[DATA RECORDS Boundary: Start]

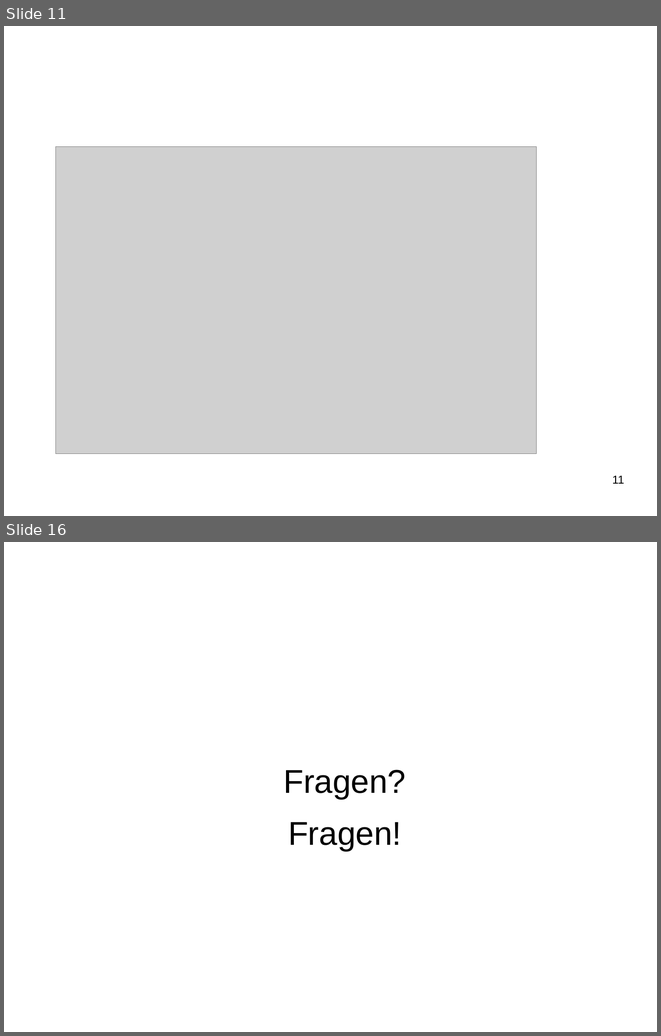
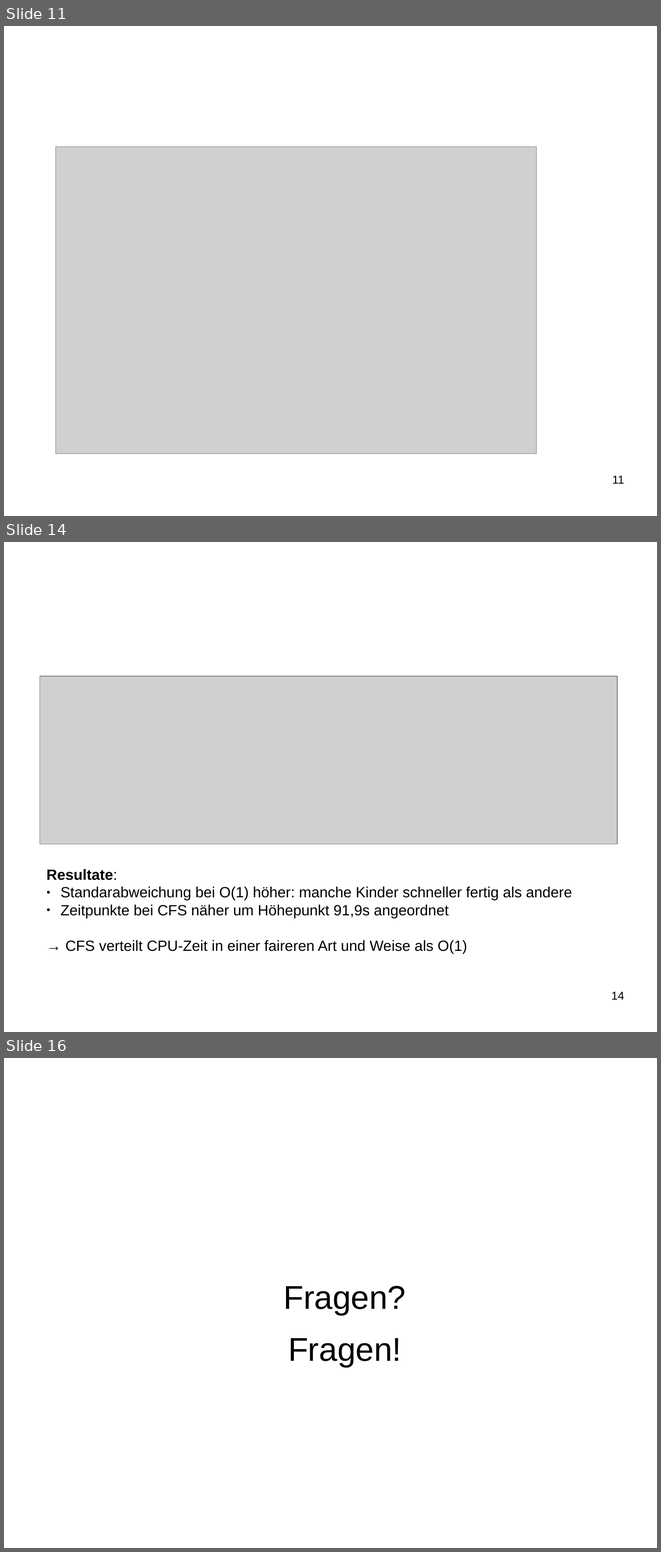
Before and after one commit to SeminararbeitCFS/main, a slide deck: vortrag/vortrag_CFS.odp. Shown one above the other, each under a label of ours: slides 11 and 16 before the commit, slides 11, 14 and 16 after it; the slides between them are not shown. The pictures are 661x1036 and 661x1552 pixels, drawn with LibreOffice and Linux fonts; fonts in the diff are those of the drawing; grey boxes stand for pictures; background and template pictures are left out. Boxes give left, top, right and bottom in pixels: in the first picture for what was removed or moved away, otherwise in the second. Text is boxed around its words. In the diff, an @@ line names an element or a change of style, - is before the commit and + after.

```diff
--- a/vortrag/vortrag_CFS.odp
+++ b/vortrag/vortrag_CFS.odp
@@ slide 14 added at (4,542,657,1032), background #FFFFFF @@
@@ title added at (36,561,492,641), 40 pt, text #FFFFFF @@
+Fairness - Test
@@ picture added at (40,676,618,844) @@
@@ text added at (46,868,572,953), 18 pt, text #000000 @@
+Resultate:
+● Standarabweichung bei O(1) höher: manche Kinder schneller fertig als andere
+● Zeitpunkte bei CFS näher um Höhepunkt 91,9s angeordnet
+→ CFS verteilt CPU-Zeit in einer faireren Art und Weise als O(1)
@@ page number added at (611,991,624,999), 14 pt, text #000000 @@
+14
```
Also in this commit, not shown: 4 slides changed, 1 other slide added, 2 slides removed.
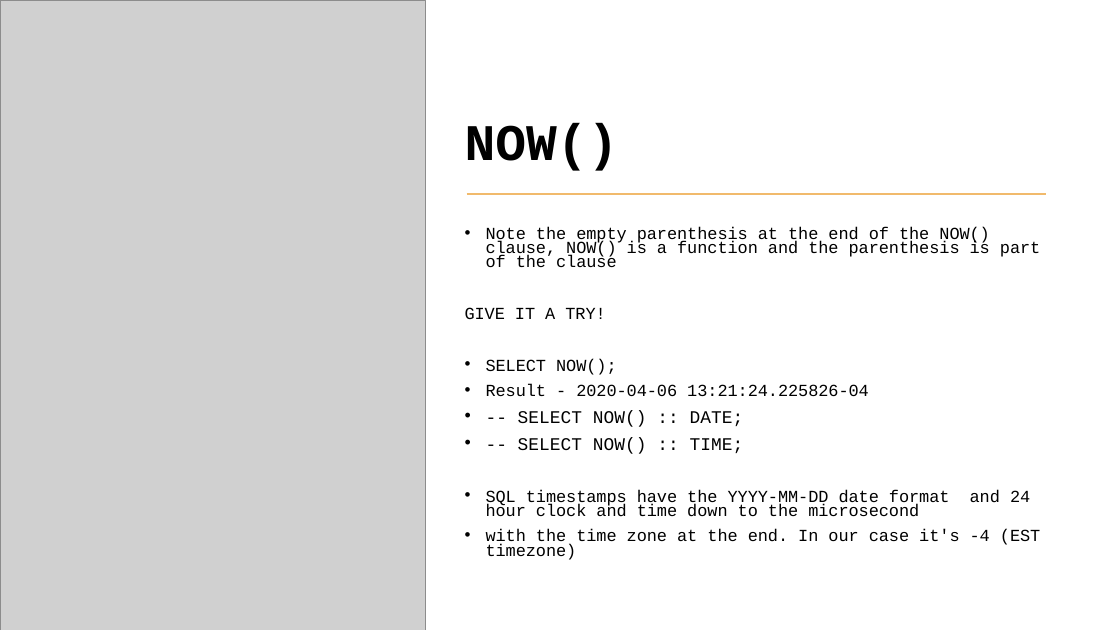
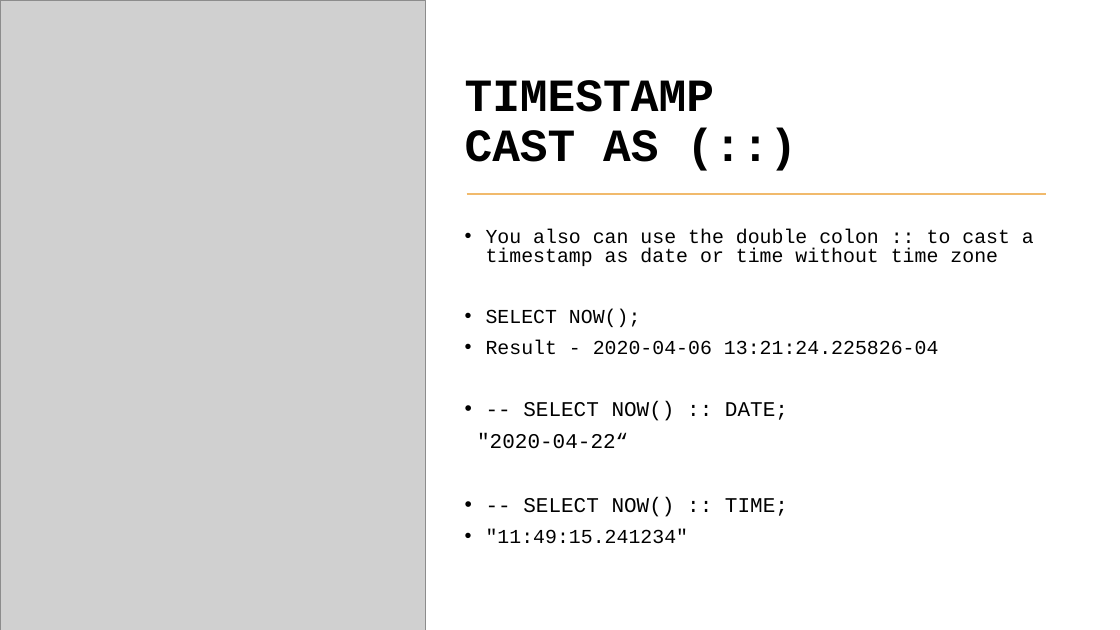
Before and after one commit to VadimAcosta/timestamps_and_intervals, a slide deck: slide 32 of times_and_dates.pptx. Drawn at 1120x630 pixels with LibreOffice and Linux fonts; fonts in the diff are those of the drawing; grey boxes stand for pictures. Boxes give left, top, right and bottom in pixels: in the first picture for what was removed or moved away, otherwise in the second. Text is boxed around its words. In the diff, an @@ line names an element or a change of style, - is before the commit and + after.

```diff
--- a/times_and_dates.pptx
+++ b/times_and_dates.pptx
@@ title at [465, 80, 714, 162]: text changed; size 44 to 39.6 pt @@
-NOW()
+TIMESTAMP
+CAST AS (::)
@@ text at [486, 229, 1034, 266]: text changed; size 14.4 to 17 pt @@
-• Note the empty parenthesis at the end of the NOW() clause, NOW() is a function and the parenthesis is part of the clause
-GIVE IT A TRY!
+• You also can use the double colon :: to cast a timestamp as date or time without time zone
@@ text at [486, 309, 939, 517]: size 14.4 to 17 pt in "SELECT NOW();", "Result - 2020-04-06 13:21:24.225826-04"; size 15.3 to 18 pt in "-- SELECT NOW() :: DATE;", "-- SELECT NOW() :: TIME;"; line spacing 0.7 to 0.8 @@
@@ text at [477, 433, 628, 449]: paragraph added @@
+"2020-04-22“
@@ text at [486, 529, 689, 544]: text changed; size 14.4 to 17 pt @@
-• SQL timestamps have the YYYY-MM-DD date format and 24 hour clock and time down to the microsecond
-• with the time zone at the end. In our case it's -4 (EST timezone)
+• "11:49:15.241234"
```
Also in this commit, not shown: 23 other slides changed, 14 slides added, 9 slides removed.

[DATA RECORDS Boundary: End]

- **WORK TASK**
Every record above, copied exactly and without a single picture, makes up the answer.

- **SOLUTION FOR THIS TASK**
Before and after one commit to SeminararbeitCFS/main, a slide deck: vortrag/vortrag_CFS.odp. Shown one above the other, each under a label of ours: slides 11 and 16 before the commit, slides 11, 14 and 16 after it; the slides between them are not shown. The pictures are 661x1036 and 661x1552 pixels, drawn with LibreOffice and Linux fonts; fonts in the diff are those of the drawing; grey boxes stand for pictures; background and template pictures are left out. Boxes give left, top, right and bottom in pixels: in the first picture for what was removed or moved away, otherwise in the second. Text is boxed around its words. In the diff, an @@ line names an element or a change of style, - is before the commit and + after.

```diff
--- a/vortrag/vortrag_CFS.odp
+++ b/vortrag/vortrag_CFS.odp
@@ slide 14 added at (4,542,657,1032), background #FFFFFF @@
@@ title added at (36,561,492,641), 40 pt, text #FFFFFF @@
+Fairness - Test
@@ picture added at (40,676,618,844) @@
@@ text added at (46,868,572,953), 18 pt, text #000000 @@
+Resultate:
+● Standarabweichung bei O(1) höher: manche Kinder schneller fertig als andere
+● Zeitpunkte bei CFS näher um Höhepunkt 91,9s angeordnet
+→ CFS verteilt CPU-Zeit in einer faireren Art und Weise als O(1)
@@ page number added at (611,991,624,999), 14 pt, text #000000 @@
+14
```
Also in this commit, not shown: 4 slides changed, 1 other slide added, 2 slides removed.
Before and after one commit to VadimAcosta/timestamps_and_intervals, a slide deck: slide 32 of times_and_dates.pptx. Drawn at 1120x630 pixels with LibreOffice and Linux fonts; fonts in the diff are those of the drawing; grey boxes stand for pictures. Boxes give left, top, right and bottom in pixels: in the first picture for what was removed or moved away, otherwise in the second. Text is boxed around its words. In the diff, an @@ line names an element or a change of style, - is before the commit and + after.

```diff
--- a/times_and_dates.pptx
+++ b/times_and_dates.pptx
@@ title at [465, 80, 714, 162]: text changed; size 44 to 39.6 pt @@
-NOW()
+TIMESTAMP
+CAST AS (::)
@@ text at [486, 229, 1034, 266]: text changed; size 14.4 to 17 pt @@
-• Note the empty parenthesis at the end of the NOW() clause, NOW() is a function and the parenthesis is part of the clause
-GIVE IT A TRY!
+• You also can use the double colon :: to cast a timestamp as date or time without time zone
@@ text at [486, 309, 939, 517]: size 14.4 to 17 pt in "SELECT NOW();", "Result - 2020-04-06 13:21:24.225826-04"; size 15.3 to 18 pt in "-- SELECT NOW() :: DATE;", "-- SELECT NOW() :: TIME;"; line spacing 0.7 to 0.8 @@
@@ text at [477, 433, 628, 449]: paragraph added @@
+"2020-04-22“
@@ text at [486, 529, 689, 544]: text changed; size 14.4 to 17 pt @@
-• SQL timestamps have the YYYY-MM-DD date format and 24 hour clock and time down to the microsecond
-• with the time zone at the end. In our case it's -4 (EST timezone)
+• "11:49:15.241234"
```
Also in this commit, not shown: 23 other slides changed, 14 slides added, 9 slides removed.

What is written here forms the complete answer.